But to sum it up, I LOVE international music. Music is music; language isn't a liability, it's an asset to the music and only contributes to its beauty.


----------



## Sofia29

I listen to music in Spanish, English, French, Portuguese and Italian.

Radios here play music in Spanish and English, for the most part, and some Portuguese and Italian. I actually got to know lots of Brazilian artists I now love through the radio (Paulinho Moska and Maria Rita come to mind).


----------



## roxcyn

I listen to music in English, Spanish and Italian because those are languages I know, I have music in French, Thai, Chinese, Arabic, German, Dutch, and many other languages that I don't know, but I do listen to them


----------



## Etcetera

I like Finnish music. Even if I don't understand what the song is about, I enjoy the sound of the language. Same with Italian music. The languages themselves are so beautiful that you don't need to understand them in order to enjoy them!


----------



## Namakemono

Most of the music I listen to is instrumental, but when I listen to vocal music, I frankly don't give a damn about what they sing or what language they use. In fact, many of the vocal songs I have are simply gibberish. I only want the singer to use his or her voice as an instrument. I wish people stopped looking at the "artist's" image and lyrics and focused more on the music itself.


----------



## Etcetera

Namakemono said:


> I wish people stopped looking at the "artist's" image and lyrics and focused more on the music itself.

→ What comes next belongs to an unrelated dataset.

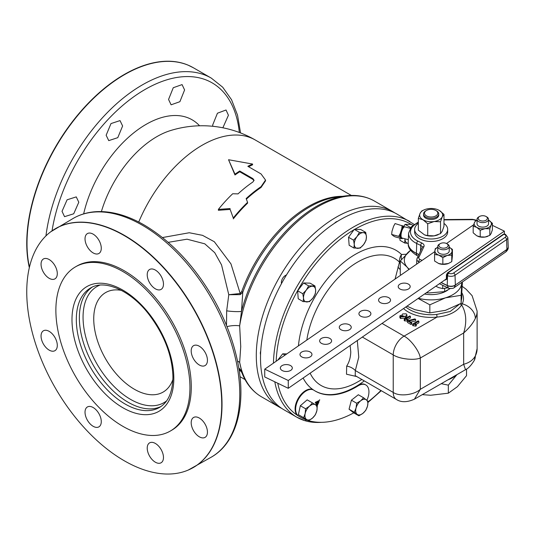 <?xml version="1.0" encoding="UTF-8"?>
<svg xmlns="http://www.w3.org/2000/svg" width="535" height="535" viewBox="0 0 535 535"><rect width="100%" height="100%" fill="white"/><g stroke="black" fill="none" stroke-linecap="round" stroke-linejoin="round"><path stroke-width="0.8" d="M138.739 222.025A106.298 61.371 120 0 1 202.13 145.259A106.298 61.371 120 0 1 255.282 139.996A106.298 106.298 0 0 0 170.19 130.667L170.19 130.667A84.891 49.013 120 0 0 156.895 136.626A84.891 49.013 120 0 0 101.396 211.572M78.799 202.243L76.258 196.893L67.102 199.796L62.027 211.325L64.548 216.668L73.71 213.779L78.799 202.243M122.615 125.979L120.021 120.596L110.999 123.578L106.144 135.241L108.745 140.625L117.78 137.662L122.615 125.979M222.861 127.798L228.425 115.259L226.044 109.996L217.437 113.219L212.696 124.943L212.803 126.293M184.595 89.947L182.067 84.604L173.266 87.72L168.558 99.456L171.1 104.813L179.887 101.697L184.595 89.947M205.065 437.376A11.489 6.634 -120 0 0 205.065 424.108A11.489 6.634 -120 0 0 193.576 417.474A11.489 6.634 -120 0 0 193.576 430.742A11.489 6.634 -120 0 0 205.065 437.376M155.344 462.2A11.489 6.634 -120 0 0 161.088 462.768A11.489 6.634 -120 0 0 162.854 453.56A11.489 6.634 -120 0 0 155.344 443.435A11.489 6.634 -120 0 0 149.599 442.866A11.489 6.634 -120 0 0 147.841 452.075A11.489 6.634 -120 0 0 155.344 462.2M87.406 420.229A11.489 6.634 -120 0 0 98.895 426.863A11.489 6.634 -120 0 0 98.895 413.595A11.489 6.634 -120 0 0 87.406 406.954A11.489 6.634 -120 0 0 87.406 420.229M41.048 336.047A11.489 6.634 -120 0 0 46.063 347.61A11.489 6.634 -120 0 0 54.918 350.692A11.489 6.634 -120 0 0 57.299 345.429A11.489 6.634 -120 0 0 52.283 333.867A11.489 6.634 -120 0 0 43.429 330.784A11.489 6.634 -120 0 0 41.048 336.047M93.15 234.149A11.489 6.634 -120 0 0 87.406 233.581A11.489 6.634 -120 0 0 85.647 242.79A11.489 6.634 -120 0 0 93.15 252.915A11.489 6.634 -120 0 0 98.895 253.483A11.489 6.634 -120 0 0 100.66 244.274A11.489 6.634 -120 0 0 93.15 234.149M43.429 258.973A11.489 6.634 -120 0 0 43.429 272.241A11.489 6.634 -120 0 0 54.918 278.875A11.489 6.634 -120 0 0 54.918 265.607A11.489 6.634 -120 0 0 43.429 258.973M161.088 276.12A11.489 6.634 -120 0 0 149.599 269.486A11.489 6.634 -120 0 0 149.599 282.754A11.489 6.634 -120 0 0 161.088 289.395A11.489 6.634 -120 0 0 161.088 276.12M207.446 360.302A11.489 6.634 -120 0 0 202.431 348.74A11.489 6.634 -120 0 0 193.576 345.657A11.489 6.634 -120 0 0 191.196 350.92A11.489 6.634 -120 0 0 196.211 362.483A11.489 6.634 -120 0 0 205.065 365.565A11.489 6.634 -120 0 0 207.446 360.302M121.438 290.391A57.459 33.177 -120 0 0 94.267 326.745A57.459 33.177 -120 0 0 134.365 389.246A57.459 33.177 -120 0 0 172.885 379.502M281.731 365.82A5.985 3.457 180 0 1 288.365 364.783A5.985 3.457 180 0 1 292.311 368.033A5.985 3.457 180 0 1 290.92 370.247A5.985 3.457 180 0 1 284.286 371.283A5.985 3.457 180 0 1 280.34 368.033A5.985 3.457 180 0 1 281.731 365.82M399.605 284.346A5.985 3.457 180 0 1 406.239 283.316A5.985 3.457 180 0 1 410.184 286.559A5.985 3.457 180 0 1 408.793 288.78A5.985 3.457 180 0 1 402.159 289.81A5.985 3.457 180 0 1 398.214 286.559A5.985 3.457 180 0 1 399.605 284.346M379.964 297.928A5.985 3.457 180 0 1 386.598 296.892A5.985 3.457 180 0 1 390.543 300.142A5.985 3.457 180 0 1 389.152 302.355A5.985 3.457 180 0 1 382.512 303.392A5.985 3.457 180 0 1 378.573 300.142A5.985 3.457 180 0 1 379.964 297.928M360.316 311.504A5.985 3.457 180 0 1 366.95 310.474A5.985 3.457 180 0 1 370.895 313.717A5.985 3.457 180 0 1 369.504 315.938A5.985 3.457 180 0 1 362.87 316.967A5.985 3.457 180 0 1 358.925 313.717A5.985 3.457 180 0 1 360.316 311.504M340.668 325.086A5.985 3.457 180 0 1 347.302 324.049A5.985 3.457 180 0 1 351.248 327.3A5.985 3.457 180 0 1 349.857 329.513A5.985 3.457 180 0 1 343.223 330.55A5.985 3.457 180 0 1 339.277 327.3A5.985 3.457 180 0 1 340.668 325.086M321.027 338.662A5.985 3.457 180 0 1 327.661 337.625A5.985 3.457 180 0 1 331.606 340.875A5.985 3.457 180 0 1 330.209 343.089A5.985 3.457 180 0 1 323.575 344.125A5.985 3.457 180 0 1 319.636 340.875A5.985 3.457 180 0 1 321.027 338.662M301.379 352.237A5.985 3.457 180 0 1 308.013 351.207A5.985 3.457 180 0 1 311.959 354.458A5.985 3.457 180 0 1 310.567 356.671A5.985 3.457 180 0 1 303.933 357.701A5.985 3.457 180 0 1 299.988 354.458A5.985 3.457 180 0 1 301.379 352.237M366.89 400.254A15 8.66 120 0 0 365.833 384.966L365.833 384.966A15 8.66 120 0 0 357.962 385.929A81.146 46.853 -60 0 1 315.389 391.145A81.146 46.853 -60 0 1 313.998 390.282A15 8.66 120 0 0 313.737 390.122L313.737 390.122A15 8.66 120 0 0 298.871 398.555A15 8.66 120 0 0 298.483 415.949A111.146 64.173 120 0 0 300.389 417.126A111.146 64.173 120 0 0 308.013 420.457M365.291 384.652L365.833 384.966L365.291 384.652A15 8.66 120 0 0 357.42 385.615A81.146 46.853 -60 0 1 315.115 390.985M313.196 389.808L313.737 390.122L313.196 389.808A15 8.66 120 0 0 298.329 398.247A15 8.66 120 0 0 297.941 415.635A111.146 64.173 120 0 0 299.847 416.812L300.389 417.126M318.037 401.999L317.536 402.113L316.713 403.952L317.121 404.253L316.773 404.995L315.242 402.38L318.693 400.755L318.111 402.059L317.563 402.126L316.914 404.233M319.696 399.785L319.281 400.481M319.642 399.832L319.301 400.414M447.808 379.904A30.642 17.695 0 0 0 456.877 374.674M422.276 394.643L430.642 395.258L448.337 393.192L457.432 386.665L466.533 375.67L466.533 369.056M437.182 214.796A6.641 3.839 0 0 0 435.851 210.476A6.641 3.839 0 0 0 426.455 210.476A6.641 3.839 0 0 0 425.124 211.572A6.641 3.839 0 0 0 428.361 216.668A6.641 3.839 0 0 0 437.182 214.796M435.851 210.476L436.527 210.864A7.597 4.387 180 0 1 438.753 213.967A7.597 4.387 180 0 1 438.045 215.812A7.597 4.387 180 0 1 429.518 218.253A7.597 4.387 180 0 1 423.553 213.967A7.597 4.387 180 0 1 424.255 212.121A7.597 4.387 180 0 1 425.78 210.864L426.455 210.476M440.9 247.712A4.608 2.662 180 0 1 440.238 243.639A4.608 2.662 180 0 1 446.09 243.325A4.608 2.662 180 0 1 446.752 243.639A4.608 2.662 180 0 1 447.039 247.217A4.608 2.662 180 0 1 440.9 247.712M446.752 243.639L447.554 244.107A5.745 3.317 180 0 1 449.239 246.448A5.745 3.317 180 0 1 446.177 249.384A5.745 3.317 180 0 1 440.252 249.19A5.745 3.317 180 0 1 437.744 246.448A5.745 3.317 180 0 1 439.429 244.107L440.238 243.639M484.549 220.815A4.608 2.662 180 0 1 478.959 219.838A4.608 2.662 180 0 1 479.527 216.481A4.608 2.662 180 0 1 481.018 215.906A4.608 2.662 180 0 1 486.041 216.481A4.608 2.662 180 0 1 484.549 220.815M486.041 216.481L486.85 216.949A5.745 3.317 180 0 1 488.529 219.29A5.745 3.317 180 0 1 484.991 222.359A5.745 3.317 180 0 1 477.039 219.29A5.745 3.317 180 0 1 478.718 216.949L479.527 216.481M423.553 213.967L423.553 215.11A7.597 4.387 0 0 0 429.518 219.397A7.597 4.387 0 0 0 438.045 216.956A7.597 4.387 0 0 0 438.753 215.11L438.753 213.967M437.744 246.448L437.744 250.975A5.745 3.317 -0 0 0 440.252 253.71A5.745 3.317 -0 0 0 446.177 253.904A5.745 3.317 -0 0 0 449.239 250.975L449.239 246.448M477.039 219.29L477.039 223.817A5.745 3.317 0 0 0 484.991 226.88A5.745 3.317 0 0 0 488.529 223.817L488.529 219.29M418.337 223.436A16.518 9.536 0 0 0 414.846 227.937A16.518 9.536 0 0 0 414.632 229.448L414.632 231.949A16.518 9.536 0 0 0 429.839 241.459A16.518 9.536 0 0 0 447.461 233.467A16.518 9.536 0 0 0 447.668 231.949L447.668 229.448A16.518 9.536 0 0 0 443.97 223.436M414.632 229.448A16.518 9.536 0 0 0 429.839 238.958A16.518 9.536 0 0 0 447.461 230.966A16.518 9.536 0 0 0 447.668 229.448M401.136 236.657A5.243 1.799 -75 0 1 401.069 236.437A5.243 1.799 -75 0 1 401.578 231.274A5.243 1.799 -75 0 1 403.383 227.796A5.243 1.799 -75 0 1 403.55 227.636M404.152 227.081A5.363 1.839 105 0 0 401.056 231.394A5.363 1.839 105 0 0 401.13 237.333A5.363 1.839 105 0 0 401.384 237.44M408.305 239.693L401.966 237.995A5.745 1.973 -75 0 1 401.19 236.911A5.745 1.973 -75 0 1 401.745 231.254A5.745 1.973 -75 0 1 403.724 227.442A5.745 1.973 -75 0 1 404.941 226.893L410.191 228.298M405.858 307.023A30.642 17.695 0 0 0 409.482 309.544A30.642 17.695 0 0 0 436.707 314.433L437.055 317.081A32.561 18.799 180 0 1 408.131 311.892A32.561 18.799 180 0 1 403.584 308.595M436.707 314.433L450.182 311.504L459.211 304.395M274.809 381.816A113.005 65.243 -60 0 0 296.825 417.206L304.983 420.717A113.005 65.243 -60 0 1 296.825 417.206L283.911 409.757A113.005 65.243 -60 0 1 260.505 358.022A113.005 65.243 -60 0 1 309.832 244.301A113.005 65.243 -60 0 1 396.916 214.027L414.123 224.359M356.758 376.553L346.499 374.219L346.673 366.127C349.221 362.202 350.592 357.46 350.773 351.896L350.124 345.543M353.916 248.039L360.189 248.086L363.68 244.482A8.614 4.969 -60 0 1 357.601 248.374A8.614 4.969 -60 0 1 354.27 244.415L353.916 248.039L349.154 245.291L348.526 237.266L354.27 229.348L360.664 229.462L365.693 232.364L363.098 232.651A8.614 4.969 -60 0 1 366.428 236.617L365.693 232.364M403.738 226.318L405.115 224.372L411.315 224.372L412.9 225.288M303.164 301.62L298.216 298.764L297.654 290.779L303.586 282.968L310.086 283.142L314.934 285.944L308.662 285.897L306.261 290.13L302.777 293.735L303.512 297.995L303.164 301.62L309.437 301.666L312.921 298.055L315.322 293.822L315.67 290.197L314.934 285.944M404.982 238.804L404.674 243.01L400.026 240.329L399.872 238.122M277.692 360.202L282.727 353.809L286.787 353.916M401.39 259.549A11.489 8.453 76.9 0 1 401.504 254.486L406.085 254.272M337.478 221.376A5.745 3.317 120 0 0 334.489 223.296M286.432 275.03A5.745 3.317 120 0 0 283.216 277.504A5.745 3.317 120 0 0 281.497 283.57M189.938 387.654A94.802 54.73 60 0 1 170.304 431.049A94.802 54.73 60 0 1 97.25 405.65A94.802 54.73 60 0 1 55.874 310.246A94.802 54.73 60 0 1 75.502 266.851A94.802 54.73 60 0 1 148.556 292.25A94.802 54.73 60 0 1 189.938 387.654M75.502 266.851L76.846 266.076A94.802 54.73 60 0 1 149.9 291.475A94.802 54.73 60 0 1 191.283 386.879A94.802 54.73 60 0 1 171.648 430.274L170.304 431.049M124.247 460.755A137.883 79.608 -120 0 0 188.206 470.071A137.883 79.608 -120 0 0 215.572 361.479A137.883 79.608 -120 0 0 124.247 235.594A137.883 79.608 -120 0 0 50.664 231.836A137.883 79.608 -120 0 0 35.531 343.644A137.883 79.608 -120 0 0 124.247 460.755M226.492 325.434L226.679 310.835L228.786 294.725L221.543 264.905L214.742 252.68L204.778 243.82L187.036 239.192L168.211 242.342M29.331 267.634A137.883 79.608 -60 0 1 26.75 243.378A137.883 79.608 -60 0 1 83.814 107.99A137.883 79.608 -60 0 1 188.206 65.19A137.883 79.608 -60 0 1 190.881 66.434M162.473 237.553L189.263 232.745L202.538 235.34L214.314 241.733L230.959 263.895L240.188 293.488L241.733 291.515A3.832 0.93 -160.2 0 1 242.77 292.291L241.492 311.357L239.66 325.855L240.73 346.606L239.66 362.449L242.315 373.825A112.49 64.949 -60 0 1 241.492 371.698A9.576 9.309 -16.6 0 0 238.777 367.986M394.763 212.876A113.005 65.243 120 0 0 392.697 211.592A113.005 65.243 120 0 0 305.619 241.867A113.005 65.243 120 0 0 256.292 355.588A113.005 65.243 120 0 0 279.691 407.316A113.005 65.243 120 0 0 281.845 408.466M239.005 369.377L240.188 370.253L239.239 370.915M260.726 351.054A5.745 3.317 120 0 0 260.558 354.605M233.28 218.889A106.298 61.371 -60 0 1 247.578 203.173L247.578 202.357A107.247 61.92 120 0 0 233.28 217.992L230.137 209.412L218.387 210.288L218.387 209.392A107.247 61.92 -60 0 1 232.685 193.757L238.022 193.877A107.247 61.92 -60 0 1 252.921 181.974L254.045 180.241L252.921 178.623L239.72 170.999L239.72 171.775L252.921 179.399L253.991 180.636M239.72 170.999A107.247 61.92 120 0 0 234.985 174.203L228.545 159.731L234.985 174.978A106.298 61.371 -60 0 1 239.72 171.775M248.561 166.726A106.298 61.371 -60 0 1 252.58 164.82L252.58 164.044A107.247 61.92 120 0 0 247.845 166.311L261.047 173.935L265.534 180.068L261.047 186.668A107.247 61.92 120 0 0 246.147 198.572L247.578 202.357M246.374 199.167A106.298 61.371 -60 0 1 261.047 187.444L265.534 180.843L265.534 180.068M237.486 361.058A9.576 7.864 -172.4 0 1 239.66 362.449A113.005 65.243 120 0 0 261.475 396.803L279.691 407.316M226.98 326.644A9.576 2.488 175.5 0 1 239.66 325.855A113.005 65.243 120 0 1 294.905 223.918A113.005 65.243 120 0 1 374.48 201.073C365.846 196.178 356.022 194.472 345.001 195.964A112.49 64.949 -60 0 0 241.492 311.357A9.576 1.077 -176.1 0 1 226.679 310.835M240.235 294.631A3.832 2.394 -103.3 0 0 240.188 293.488L228.786 294.725L240.235 294.631L242.77 292.291A106.813 61.665 120 0 1 336.615 197.107L345.001 195.964M233.28 217.992L230.137 209.412M230.137 208.55L218.387 209.392M234.985 174.203L234.985 174.978M228.545 159.731L252.58 164.044M304.983 420.717L306.856 419.761M395.071 279.076L399.491 262.15A11.489 9.282 134.4 0 1 401.504 254.486A81.139 46.846 -60 0 0 340.581 265.126A81.139 46.846 -60 0 0 298.423 345.871M305.585 420.885A113.005 65.243 120 0 0 321.415 422.329M401.986 316.901L401.885 314.968L402.674 313.931L406.205 313.838L406.921 314.767L405.436 316.399L400.575 317.008L399.872 316.111L400.374 315.342L401.076 315.75L401.163 316.693L404.326 316.218L402.527 315.857L401.885 314.968M406.921 314.767L406.921 316.319L405.436 317.95L400.575 318.559L399.872 317.656L399.872 316.111M410.432 316.359L406.212 318.8L407.83 319.408L407.269 319.729L404.239 319.121L409.73 315.951L410.432 316.359L410.432 317.91L407.83 319.415M407.476 321.16L404.239 320.672L404.239 319.121M415.641 319.368L408.88 320.987L411.629 322.572L410.994 322.939L407.476 320.906L407.964 320.632L414.859 318.913L415.641 319.368L415.641 320.92L410.78 322.083M411.629 322.572L411.629 324.123L410.994 324.491L407.476 322.458L407.476 320.906M418.878 322.786L416.27 324.29L416.27 325.828L415.708 326.156L412.686 325.548L412.686 323.996L418.169 320.826L418.878 321.234L418.878 322.786M357.313 340.574L358.771 357.173L355.327 370.541A11.489 8.68 24.7 0 0 346.673 366.127M400.274 269.587A11.489 9.296 13.6 0 1 397.973 266.905M400.274 263.701A11.489 10.533 33.9 0 1 399.491 262.15A73.409 42.385 -60 0 0 346.245 270.155A73.409 42.385 -60 0 0 306.816 340.073M382.097 323.448L404.065 336.127C410.646 339.371 419.58 351.408 420.316 358.022L420.316 389.299C414.224 395.064 399.324 396.783 393.232 392.429L355.327 370.541L355.207 375.65M462.273 286.419L466.052 289.174L472.117 295.695L477.12 311.109A45.97 26.536 180 0 1 475.327 318.445C473.054 323.247 469.162 328.095 463.658 333.004C466.988 322.144 466.319 312.794 461.651 304.937C456.903 311.905 448.704 315.951 437.055 317.081L404.065 336.127A15.321 8.848 120 0 0 393.232 354.892L362.376 337.077M355.34 375.731L396.402 399.444A15.321 8.848 120 0 1 393.232 392.429L393.232 354.892C399.324 358.972 414.224 360.69 420.316 358.022L463.658 333.004L463.658 364.275L420.316 389.299L414.438 399.17L465.497 369.692L463.658 364.275C469.162 362.824 473.054 360.055 475.327 355.976A45.97 26.536 0 0 0 477.12 348.639L477.12 311.109M475.327 318.445A15.321 12.024 -153.5 0 0 462.24 303.833L461.651 304.937A1.913 1.411 -150.2 0 1 460.22 303.833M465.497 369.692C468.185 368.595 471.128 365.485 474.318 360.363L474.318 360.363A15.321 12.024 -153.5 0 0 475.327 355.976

Isn't lyrics also important?
In my opinion, the music may be extremely beautiful, but bad verse spoils everything. I can't listen to a song if it's plainly stupid.


----------



## Namakemono

I can listen to a song about cleaning a toilet if the instrumentation is good, but if the music is bad, even if the lyrics are great, I can't listen to the song. Lyrics are just a complement that can actually add to the music, but for me they're not necessary. I don't like to choose music because the musician sings to a certain rhythm in a certain language about certain subjects, which seems to be all that people care about.


----------



## Etcetera

Well, de gustibus non est disputandum.


----------



## Agatka

I really love Balkan Music: especially Serbian. Also Croatian, Bosnian, Bulgarian.... I like some groups (singers) from Slovenia. I like Ruslana from Ukraine. I like Finnish music. Norwey music... and of course Polish  But if I have chance to know music from the other countries, I'd love to know it. 
When it comes to lyricks.... well I want to know about what sb is singing. And sometimes it's a great reason to start learning this language..


----------



## ronanpoirier

I really feel bad for not listening to songs in other languages here.
The radio is invaded by Portuguese and English songs but, if we have luck, we can listen to Spanish and Italian. And if we are even luckier (?) we can listen to French or German songs.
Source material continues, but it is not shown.